Essa dinâmica é intensificada pela circunstância de Mufasa e Taka, um jovem príncipe leão de nascimento nobre, não serem irmãos biológicos. Mufasa, separado de seus pais por uma enchente quando ainda era filhote (interpretado por Braelyn Rankins), é resgatado por Taka (dublado por Theo Somolu na infância e Kelvin Harrison Jr. na juventude) e posteriormente adotado pelo bando. A música “I Always Wanted a Brother”, uma das mais marcantes da trilha sonora composta por Lin-Manuel Miranda, celebra esse vínculo fraternal adotivo.
No entanto, nem todos o aceitam. O pai de Taka, líder do bando, banha Mufasa para viver entre as leoas, onde ele aprende a caçar e rastrear. Enquanto isso, Taka, usufruindo do prestígio do círculo masculino, pouco absorve além da arte de cochilar o dia inteiro. Quando o bando é ameaçado por um clã de felinos albinos liderado pelo vingativo Kiros (Mads Mikkelsen), que busca exterminar todos os leões, Taka percebe sua incapacidade de liderar. Sob ordens de seu pai, ele foge para preservar a linhagem, com Mufasa como seu guardião fiel.

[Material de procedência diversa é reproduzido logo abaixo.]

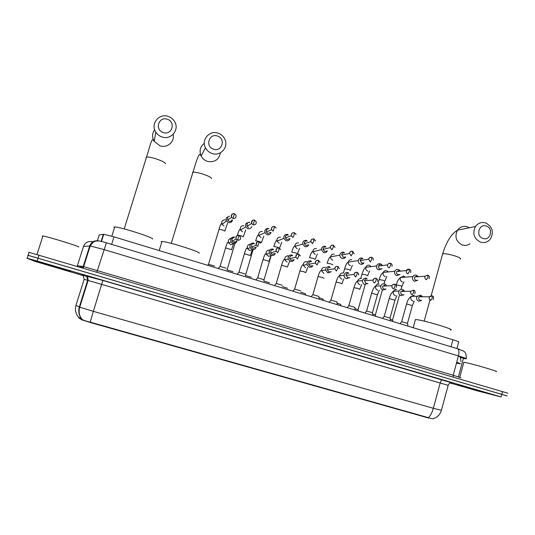<?xml version="1.0" encoding="UTF-8"?>
<svg xmlns="http://www.w3.org/2000/svg" width="535" height="535" viewBox="0 0 535 535"><rect width="100%" height="100%" fill="white"/><g stroke="black" fill="none" stroke-linecap="round" stroke-linejoin="round"><path stroke-width="0.8" d="M78.745 317.362L78.605 317.797L81.922 319.85L91.07 322.732L427.498 417.741L433.056 418.865M97.41 240.656L99.202 234.939L103.736 234.256L113.982 236.845L452.891 339.758C457.652 341.23 459.585 342.012 458.676 342.092L456.923 348.566M488.174 393.666L458.234 384.926L488.174 393.666M70.48 271.372L34.942 260.966L70.48 271.372M506.398 395.726L28.121 255.342M78.765 317.288L82.036 319.368C78.946 315.75 78.036 311.631 79.32 307.01L79.748 307.19C78.391 311.851 79.227 315.964 82.243 319.522C83.587 320.331 86.249 321.201 90.214 322.13L428.381 417.661C430.421 415.829 432.066 412.712 433.33 408.305L441.422 410.298L448.163 385.34L84.142 279.303M82.036 319.368L81.922 319.85M450.283 383.04L477.956 391.031L501.114 396.937L37.156 261.033L26.83 258.158L34.942 261.361L82.978 275.538M507.916 393.245L28.723 252.246M507.207 395.927L27.78 255.202M459.244 385.193L489.151 393.907L459.244 385.193M495.791 371.504C501.696 372.42 471.85 363.639 464.734 362.376L463.751 362.523M483.439 392.275L463.537 386.464L483.439 392.275M35.129 261.02L70.299 271.319L35.129 261.02M78.719 247.11L78.752 247.003C78.799 246.16 47.501 236.53 42.9 235.988L42.278 236.102L42.773 236.376M64.695 269.673L40.807 262.678L64.695 269.673M486.342 226.064C478.939 223.255 475.401 236.269 482.985 238.456C490.401 241.232 493.892 228.264 486.342 226.064M480.51 242.148C473.896 238.663 472.204 233.454 475.434 226.519C478.109 222.995 481.54 221.811 485.713 222.955C492.601 226.766 494.126 232.183 490.281 239.198C487.612 242.235 484.356 243.218 480.51 242.148M450.289 329.901C457.438 330.276 422.857 319.883 415.902 319.576L415.421 319.555L415.24 320.211M217.491 136.057C209.051 132.874 204.858 146.637 213.518 149.158C221.958 152.294 226.098 138.592 217.491 136.057M212.014 153.471C209.071 152.442 206.891 150.542 205.46 147.767C201.046 139.722 209.653 129.898 218.166 133.188C221.363 134.338 223.637 136.472 224.988 139.575C228.652 147.526 220.253 156.574 212.014 153.471M199.06 253.256C202.29 252.446 167.535 241.405 161.965 241.506L161.129 241.653L161.724 242.295M167.348 119.272C158.708 116.015 154.388 129.911 163.249 132.499C171.895 135.709 176.162 121.866 167.348 119.272M161.944 136.94C159.363 136.05 157.323 134.466 155.832 132.185C150.128 124.067 159.049 112.865 168.284 116.456C171.1 117.446 173.24 119.225 174.711 121.799C179.673 129.891 170.919 140.337 161.944 136.94M152.622 239.051C154.608 237.894 120.161 226.873 114.711 226.96L113.855 227.194L114.463 227.749M417.481 275.92L416.277 275.184C414.812 274.823 413.669 275.298 412.833 276.595L412.545 277.304C412.204 279.196 412.893 280.514 414.592 281.249L417.775 280.233M418.35 276.689L417.273 275.933L414.785 276.949L414.565 277.471C414.324 278.842 414.819 279.798 416.056 280.333L417.541 280.246M390.296 319.295L392.556 320.171L392.81 321.515M418.069 276.709L417.648 276.093M399.598 270.228L398.414 269.526C396.776 269.152 395.559 269.734 394.776 271.278L394.649 271.646C394.308 273.552 394.997 274.87 396.716 275.612L399.986 274.508M400.521 271.145L399.337 270.255L396.609 271.793C396.361 273.171 396.863 274.134 398.107 274.669L399.712 274.535M372.694 313.951L375.409 314.961L375.657 316.305M400.274 271.165L399.839 270.483M381.549 264.484L380.398 263.815C378.566 263.434 377.295 264.143 376.593 265.942L376.593 265.942C376.252 267.854 376.948 269.179 378.68 269.928L382.05 268.724M382.518 265.547L381.248 264.524C379.924 264.243 379.007 264.758 378.492 266.049C378.238 267.447 378.747 268.416 380.004 268.958L381.729 268.764M378.492 266.049L387.621 264.905C387.36 266.35 387.875 267.353 389.179 267.921L390.59 265.527L390.47 263.32M354.946 308.561L358.122 309.712L358.363 311.056M382.324 265.574L381.883 264.845M362.222 258.057C360.369 257.669 359.085 258.378 358.383 260.184L358.296 260.572C358.162 262.337 358.885 263.541 360.483 264.19C361.934 264.551 363.098 264.109 363.967 262.866M362.991 258.739C361.653 258.459 360.724 258.973 360.209 260.284L361.734 263.193L363.606 262.919M337.037 303.138L340.688 304.415L340.929 305.759M343.878 252.246C342.012 251.851 340.721 252.567 340.006 254.372L339.879 255.155C339.919 256.753 340.661 257.837 342.119 258.405C343.664 258.773 344.868 258.285 345.724 256.927M344.573 252.908C343.223 252.62 342.286 253.142 341.765 254.453L343.296 257.375L345.329 256.994M318.98 297.661L323.107 299.078L323.341 300.423M325.374 246.381C323.488 245.986 322.184 246.695 321.461 248.514L321.341 249.664L323.595 252.567C325.247 252.948 326.49 252.393 327.326 250.895M325.989 247.016C324.625 246.735 323.675 247.25 323.153 248.568L323.066 249.39L324.698 251.503L326.912 250.989M300.777 292.15L305.378 293.695L305.612 295.032M306.702 240.462C304.796 240.068 303.479 240.777 302.75 242.602L302.67 244.1L304.903 246.668C306.689 247.063 307.979 246.428 308.775 244.756M307.237 241.078C305.859 240.79 304.903 241.305 304.375 242.629L304.315 243.706L305.933 245.585L308.341 244.883M282.426 286.606L287.509 288.265M287.857 234.49C285.937 234.089 284.613 234.805 283.871 236.637L283.858 238.443L286.038 240.723C287.957 241.124 289.288 240.409 290.024 238.577M288.311 235.086C286.921 234.791 285.957 235.313 285.423 236.637L285.409 237.941L286.994 239.606L289.602 238.663M263.915 281.022L269.486 282.788M245.344 275.492L251.316 277.264M268.844 228.472L266.096 228.86L264.818 230.612L264.892 232.698L267.005 234.725C268.945 235.132 270.282 234.41 271.024 232.578M266.096 228.86L267.219 229.321L266.296 230.592L266.343 232.096L267.881 233.574L270.697 232.297M226.967 269.894L232.979 271.693M249.658 222.386L248.762 222.239L246.281 223.302L245.592 224.539L245.759 226.867L247.792 228.672C249.751 229.08 251.102 228.365 251.858 226.519M246.281 223.302L247.491 223.597L246.996 224.493L247.11 226.165L248.594 227.489M208.423 264.25L214.488 266.069M229.555 216.107L226.519 217.658L226.191 218.407L226.452 220.942L228.412 222.56C230.384 222.975 231.749 222.252 232.511 220.407M226.519 217.658L227.756 217.785L227.703 220.159L229.127 221.343C230.558 221.644 231.548 221.122 232.103 219.785M401.658 321.722L407.51 323.347L408.044 326.136M421.734 295.942L420.423 295.106L417.139 296.29L416.698 297.246C416.364 299.145 417.046 300.456 418.744 301.185L421.74 300.369M422.576 296.778L421.44 295.942L419.065 296.791L418.738 297.493C418.497 298.871 418.992 299.827 420.222 300.356L421.419 300.362M422.289 296.785L421.914 296.163M384.19 316.399L390.062 318.037L390.583 320.839M403.878 290.344L402.587 289.535C401.069 289.181 399.892 289.689 399.063 291.073L398.829 291.682C398.488 293.588 399.177 294.905 400.896 295.641L403.965 294.765M404.788 291.368L403.53 290.351L400.802 291.909C400.561 293.294 401.056 294.25 402.3 294.778L403.591 294.765M404.534 291.374L404.139 290.652M366.569 311.029L372.46 312.687L372.982 315.489M385.862 284.694L384.598 283.918C382.866 283.55 381.622 284.192 380.866 285.85L380.8 286.064C380.459 287.977 381.147 289.308 382.879 290.044L386.043 289.101M385.461 284.714L382.712 286.272C382.465 287.656 382.966 288.619 384.217 289.154L385.621 289.114M386.618 285.931L386.216 285.128M348.8 305.612L354.712 307.297L355.22 310.099M366.442 278.253C364.596 277.872 363.318 278.595 362.61 280.4L362.556 280.621C362.329 282.453 363.051 283.717 364.709 284.399L367.966 283.369M367.237 279.023C365.893 278.755 364.964 279.27 364.455 280.581L365.973 283.483L367.498 283.396M330.871 300.148L336.809 301.854L337.311 304.662M348.124 272.529C346.259 272.154 344.968 272.87 344.259 274.682L344.139 275.344C344.125 277.003 344.874 278.12 346.372 278.702L349.743 277.565M348.84 273.285C347.489 273.01 346.553 273.532 346.031 274.843L347.569 277.759L349.235 277.611M312.788 294.631L318.753 296.363L319.248 299.179M329.647 266.758C327.761 266.376 326.464 267.099 325.741 268.918L325.614 270.008L327.868 272.957L331.366 271.686M330.282 267.493C328.918 267.212 327.975 267.734 327.447 269.058L327.36 269.834L328.992 271.987L330.824 271.753M294.544 289.074L300.543 290.826M311.002 260.94C309.103 260.552 307.786 261.267 307.057 263.1L306.97 264.584L309.203 267.159C310.741 267.527 311.959 267.045 312.841 265.714M311.557 261.648C310.18 261.361 309.223 261.889 308.695 263.213L308.635 264.277L310.253 266.156L312.266 265.815M276.147 283.463L282.186 285.242M292.184 255.061C290.264 254.667 288.94 255.389 288.198 257.228L288.191 259.06L290.365 261.307C292.036 261.689 293.3 261.133 294.156 259.635M292.658 255.75C291.267 255.462 290.304 255.984 289.769 257.315L289.763 258.632L291.341 260.277L293.568 259.769M257.576 277.805L263.668 279.604M273.198 249.136C271.258 248.735 269.921 249.457 269.172 251.303L269.265 253.436L271.359 255.402C273.191 255.797 274.508 255.141 275.311 253.436M273.586 249.791C272.181 249.504 271.212 250.032 270.67 251.37L270.73 252.908L272.255 254.339L274.722 253.61M238.844 272.094L244.983 273.92M254.038 243.151C252.085 242.75 250.728 243.472 249.972 245.324L250.173 247.718L252.172 249.444C254.125 249.845 255.483 249.116 256.232 247.27M254.339 243.786C252.921 243.499 251.945 244.02 251.397 245.364L251.537 247.09L252.988 248.354L255.71 247.29M219.945 266.33L226.131 268.182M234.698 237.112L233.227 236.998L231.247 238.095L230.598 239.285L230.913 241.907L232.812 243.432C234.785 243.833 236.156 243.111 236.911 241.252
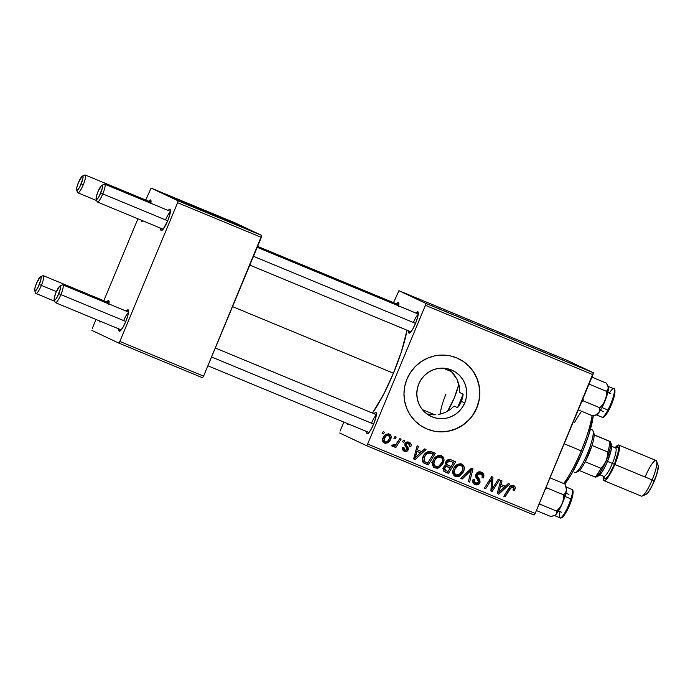 <?xml version="1.0" encoding="UTF-8"?>
<svg xmlns="http://www.w3.org/2000/svg" width="693" height="693" viewBox="0 0 693 693"><rect width="100%" height="100%" fill="white"/><g stroke="black" fill="none" stroke-linecap="round" stroke-linejoin="round"><path stroke-width="1.04" d="M464.726 402.919A25.355 24.853 -64.8 0 1 430.942 416.346A25.355 24.853 -64.8 0 1 418.789 383.896L421.136 379.513L424.272 375.667L428.075 372.496L432.406 370.131L437.101 368.659L441.969 368.148L446.838 368.598L451.498 370.001L455.795 372.306L459.546 375.424L462.621 379.227L464.89 383.584L466.268 388.314L466.701 393.234L466.181 398.172L464.726 402.919L462.378 407.302L459.251 411.148L455.44 414.319L451.108 416.684L446.413 418.156L441.545 418.676L436.685 418.226L432.016 416.814L427.72 414.509L423.969 411.399L420.894 407.588L418.624 403.239L417.247 398.51L416.814 393.581L417.333 388.652L418.789 383.896A25.355 24.853 -64.8 0 1 452.572 370.478A25.355 24.853 -64.8 0 1 464.726 402.919L461.417 401.36L464.726 402.919M459.728 404.669L461.417 401.36L457.545 407.675L459.728 404.669M454.054 406.029L457.545 407.675L454.054 406.029L450.71 409.191L454.054 406.029M446.855 411.677L450.71 409.191L445.088 412.526L438.184 414.501L443.225 413.245M435.897 414.752L433.593 414.821L435.897 414.752M428.941 414.397L433.593 414.821L426.923 413.955M425.459 428.326L425.32 428.265A38.539 37.777 115.2 0 0 476.663 407.865L476.801 407.926A38.539 37.777 -64.8 0 1 425.459 428.326A38.539 37.777 -64.8 0 1 406.99 379.019L404.773 386.244L403.984 393.737L404.651 401.221L406.748 408.411L410.195 415.02L414.856 420.807L420.564 425.545L427.087 429.045L434.182 431.185L441.571 431.869L448.977 431.081L456.107 428.846L462.69 425.251L468.477 420.443L473.241 414.587L476.801 407.926L479.019 400.71L479.807 393.208L479.14 385.724L477.044 378.534L473.596 371.924L468.936 366.138L463.227 361.399L456.704 357.9L449.61 355.76L442.221 355.076L434.814 355.864L427.685 358.099L421.101 361.694L415.315 366.51L410.551 372.358L406.99 379.019A38.539 37.777 -64.8 0 1 458.333 358.619A38.539 37.777 -64.8 0 1 476.801 407.926L476.663 407.865A38.539 37.777 115.2 0 0 458.212 358.567M347.15 423.414L347.6 424.601L348.77 424.125A11.564 2.278 112.5 0 1 348.137 424.566A11.564 2.278 112.5 0 1 347.15 423.449M408.601 330.778L409 333.116L410.135 332.683L412.699 329.184L415.514 323.423A11.564 2.278 112.5 0 0 418.2 312.162L418.2 312.162A11.564 2.278 112.5 0 0 415.965 313.063L417.403 311.789L418.338 312.959L417.628 317.325L415.514 323.423A11.564 2.278 112.5 0 1 409.537 333.082A11.564 2.278 112.5 0 1 408.593 330.864M366.692 431.453L367.091 433.792L368.226 433.359L370.79 429.859L373.605 424.099A11.564 2.278 112.5 0 0 376.29 412.837L376.29 412.837A11.564 2.278 112.5 0 0 374.055 413.738L375.493 412.465L376.429 413.634L375.727 418.009L373.605 424.099A11.564 2.278 112.5 0 1 367.628 433.766A11.564 2.278 112.5 0 1 366.684 431.54M232.536 306.609L393.425 373.224A59.728 11.79 -67.5 0 0 407.016 330.214L401.394 351.741L393.425 373.224L232.536 306.609M170.487 211.417L104.747 184.199A9.633 1.906 112.5 0 1 102.789 193.91L100.693 193.026A7.71 1.525 112.5 0 1 96.145 199.237A7.71 1.525 112.5 0 1 97.938 191.727L101.525 185.559L102.495 185.525L102.382 187.812L99.454 195.703L97.618 198.657L96.353 199.497L96.249 196.951L97.938 191.727A7.71 1.525 112.5 0 1 101.923 185.291A7.71 1.525 112.5 0 1 100.693 193.026L167.706 220.798A11.564 2.278 112.5 0 0 170.391 209.555L170.391 209.555A11.564 2.278 112.5 0 0 168.156 210.455L169.586 209.182L170.53 210.351L169.82 214.717L167.697 220.816A11.564 2.278 112.5 0 1 161.729 230.474A11.564 2.278 112.5 0 1 160.785 228.257M141.242 220.131L141.693 221.318L142.871 220.842A11.564 2.278 112.5 0 1 142.23 221.284A11.564 2.278 112.5 0 1 141.242 220.166M99.333 320.807L99.783 321.994L100.961 321.517A11.564 2.278 112.5 0 1 100.32 321.959A11.564 2.278 112.5 0 1 99.333 320.842M118.884 328.846L118.962 330.795L120.409 330.752L122.973 327.252L125.797 321.491A11.564 2.278 112.5 0 0 128.482 310.23L128.482 310.23A11.564 2.278 112.5 0 0 126.247 311.131L127.677 309.858L128.621 311.027L127.91 315.393L125.797 321.491A11.564 2.278 112.5 0 1 119.82 331.15A11.564 2.278 112.5 0 1 118.875 328.932M199.541 208.524L199.272 209.173L199.541 208.524L242.004 226.585L183.792 202.651L170.859 196.968L199.541 208.524L242.004 226.585L186.625 203.855L171.552 197.176L199.541 208.524M366.562 445.677L534.095 515.046L535.178 513.426L367.645 444.057L425.398 305.318L592.931 374.688L535.178 513.426L593.329 372.747L566.458 360.074L398.925 290.705L425.797 303.378L593.329 372.747L566.458 360.074L398.925 290.705L393.537 302.659L398.925 290.705L425.797 303.378L425.398 305.318L425.797 303.378L593.329 372.747L592.931 374.688L425.398 305.318L367.645 444.057L535.178 513.426L534.095 515.046L366.562 445.677L367.645 444.057L366.562 445.677L339.691 433.004L366.562 445.677M340.09 431.063L343.832 422.08L340.09 431.063M485.776 328.11L495.062 331.938L485.585 328.014M472.202 322.453L465.523 319.646L472.202 322.453M561.841 359.528L564.977 360.871L561.832 359.537M527.737 345.443L534.216 348.137L527.685 345.452M516.813 341.025L525.64 344.672L516.813 341.025M506.081 336.521L515.445 340.393L505.899 336.417M431.626 305.63L432.926 306.167L431.626 305.63M496.422 332.484L504.08 335.611L496.344 332.441M555.812 357.068L549.133 354.262L555.812 357.068M546.751 353.361L540.029 350.493L546.751 353.361M457.389 316.277L461.044 317.827L457.389 316.285M478.257 324.922L484.121 327.486L478.248 324.939M443.364 310.49L444.663 311.027L443.364 310.49M448.267 312.543L445.833 311.59L448.258 312.586M451.931 314.042L453.231 314.579L451.931 314.042M403.499 440.133L402.468 441.796L403.768 442.333L404.773 440.661L403.499 440.133L402.468 441.796L403.768 442.333L404.773 440.661L403.499 440.133M394.932 436.59L393.901 438.245L395.201 438.782L396.205 437.11L394.932 436.59L393.901 438.245L395.201 438.782L396.205 437.11L394.932 436.59M441.415 455.647L437.526 455.786L433.671 459.459L432.475 462.707L432.484 464.821L434.52 467.732L437.231 468.303L438.886 467.844L442.671 464.197L443.711 461.789L443.91 458.965L443.035 456.852L441.415 455.647C437.482 455.032 434.702 456.704 433.082 460.672C431.687 463.79 432.319 466.224 434.996 467.966L439.405 467.584L443.373 462.768C444.663 459.71 444.014 457.337 441.415 455.647L441.649 455.751M424.662 448.899L421.751 451.671L417.411 449.878L418.416 446.309L417.134 445.781L413.626 458.922L415.176 459.572L426.039 449.462L424.662 448.899L421.751 451.671L417.411 449.878L418.416 446.309L417.134 445.781L413.626 458.922L415.176 459.572L426.039 449.462L424.662 448.899M450.805 459.719L448.51 459.563L446.526 460.81L445.434 462.959L446.153 465.289L444.343 465.999L442.922 468.537L443.719 471.145L448.449 473.345L455.699 461.746L450.805 459.719C448.492 459.104 446.786 459.909 445.677 462.136L446.153 465.289L443.208 467.628L443.719 471.145L448.449 473.345L455.699 461.746L450.805 459.719M471.353 468.225L460.828 478.473L462.196 479.036L471.214 470.261L468.373 481.592L469.655 482.129L472.972 468.901L471.353 468.225L460.828 478.473L462.196 479.036L471.214 470.261L468.373 481.592L469.655 482.129L472.972 468.901L471.353 468.225M514.908 489.293L515.245 487.612L514.509 486.105L512.907 485.317L510.94 485.715L503.802 496.266L505.084 496.794L511.434 487.075L512.456 486.824L513.548 487.508L512.985 490.02L514.327 490.384L514.639 489.856L514.908 489.293L513.652 488.704L514.908 489.293C515.618 487.569 515.168 486.313 513.556 485.516C511.581 485.048 510.109 485.802 509.112 487.759L503.802 496.266L505.084 496.794L510.221 488.591L512.863 486.936L513.548 488.981L512.985 490.02L514.327 490.384L514.908 489.293M498.198 479.348L492.108 489.189L492.983 477.182L491.64 476.628L484.39 488.227L485.68 488.756L491.779 478.898L490.878 490.913L492.212 491.467L499.488 479.877L498.198 479.348L492.108 489.189L492.983 477.182L491.64 476.628L484.39 488.227L485.68 488.756L491.779 478.898L490.878 490.913L492.212 491.467L499.488 479.877L498.198 479.348M508.272 483.515L505.353 486.287L501.022 484.494L502.027 480.933L500.744 480.405L497.236 493.546L498.787 494.187L509.65 484.086L508.272 483.515L505.353 486.287L501.022 484.494L502.027 480.933L500.744 480.405L497.236 493.546L498.787 494.187L509.65 484.086L508.272 483.515M475.753 483.134C474.35 482.475 473.891 481.392 474.358 479.894L473.042 479.487C472.271 481.826 472.955 483.515 475.112 484.572L474.644 484.355L475.112 484.572C477.26 485.377 478.854 484.745 479.902 482.683L478.655 482.094L479.902 482.683L479.599 479.365L478.222 478.716L477.07 477.182L479.599 479.365L478.447 477.832L476.351 476.256L475.796 475.225L477.07 477.182L478.447 477.832L477.174 475.874L475.796 475.225L477.174 475.874L477.295 474.653L476.056 474.064L477.295 474.653L480.89 473.7L479.261 472.947L482.467 475.615L482.025 477.581L483.359 477.953C484.511 475.303 483.835 473.371 481.332 472.176L478.213 472.037L476.152 473.873L475.77 476.949L478.707 481.912L477.39 483.324L475.537 483.03L474.194 481.366L474.488 479.617L473.163 479.218L472.765 481.774L474.428 484.234L477.927 484.728L480.05 482.276L479.807 479.747L477.174 475.874L477.867 473.847L479.218 473.319L481.271 473.917L482.441 475.433L482.025 477.581L483.359 477.953L483.775 474.506L481.332 472.176C478.958 471.318 477.174 472.002 475.978 474.246C475.311 475.952 475.632 477.442 476.94 478.724L478.586 480.925L478.603 482.233L475.753 483.134L474.203 482.406L472.782 480.37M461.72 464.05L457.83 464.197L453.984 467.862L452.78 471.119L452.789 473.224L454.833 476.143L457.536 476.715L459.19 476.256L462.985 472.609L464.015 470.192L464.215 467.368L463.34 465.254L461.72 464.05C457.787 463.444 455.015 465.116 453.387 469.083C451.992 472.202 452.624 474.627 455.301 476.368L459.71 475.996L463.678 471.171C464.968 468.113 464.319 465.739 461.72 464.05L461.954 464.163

Ao longo de uma jornada que atravessa cenários diversos – quase como uma demonstração da versatilidade da tecnologia CGI –, eles encontram Sarabi (Tiffany Boone), uma jovem leoa que também perdeu seu bando para os ataques de Kiros. A chegada de Sarabi intensifica a rivalidade entre Mufasa e Taka, agravando os sentimentos de inadequação do último.
Embora bem executado, o filme carece de uma identidade autoral marcante. Sequências de ação, como o resgate de Mufasa no rio, são visualmente impactantes, e as músicas de Lin-Manuel Miranda são cativantes.
Mufasa: O Rei Leão é um prelúdio competente, mas é mais do mesmo. Vai de você encarar isso como um problema ou não.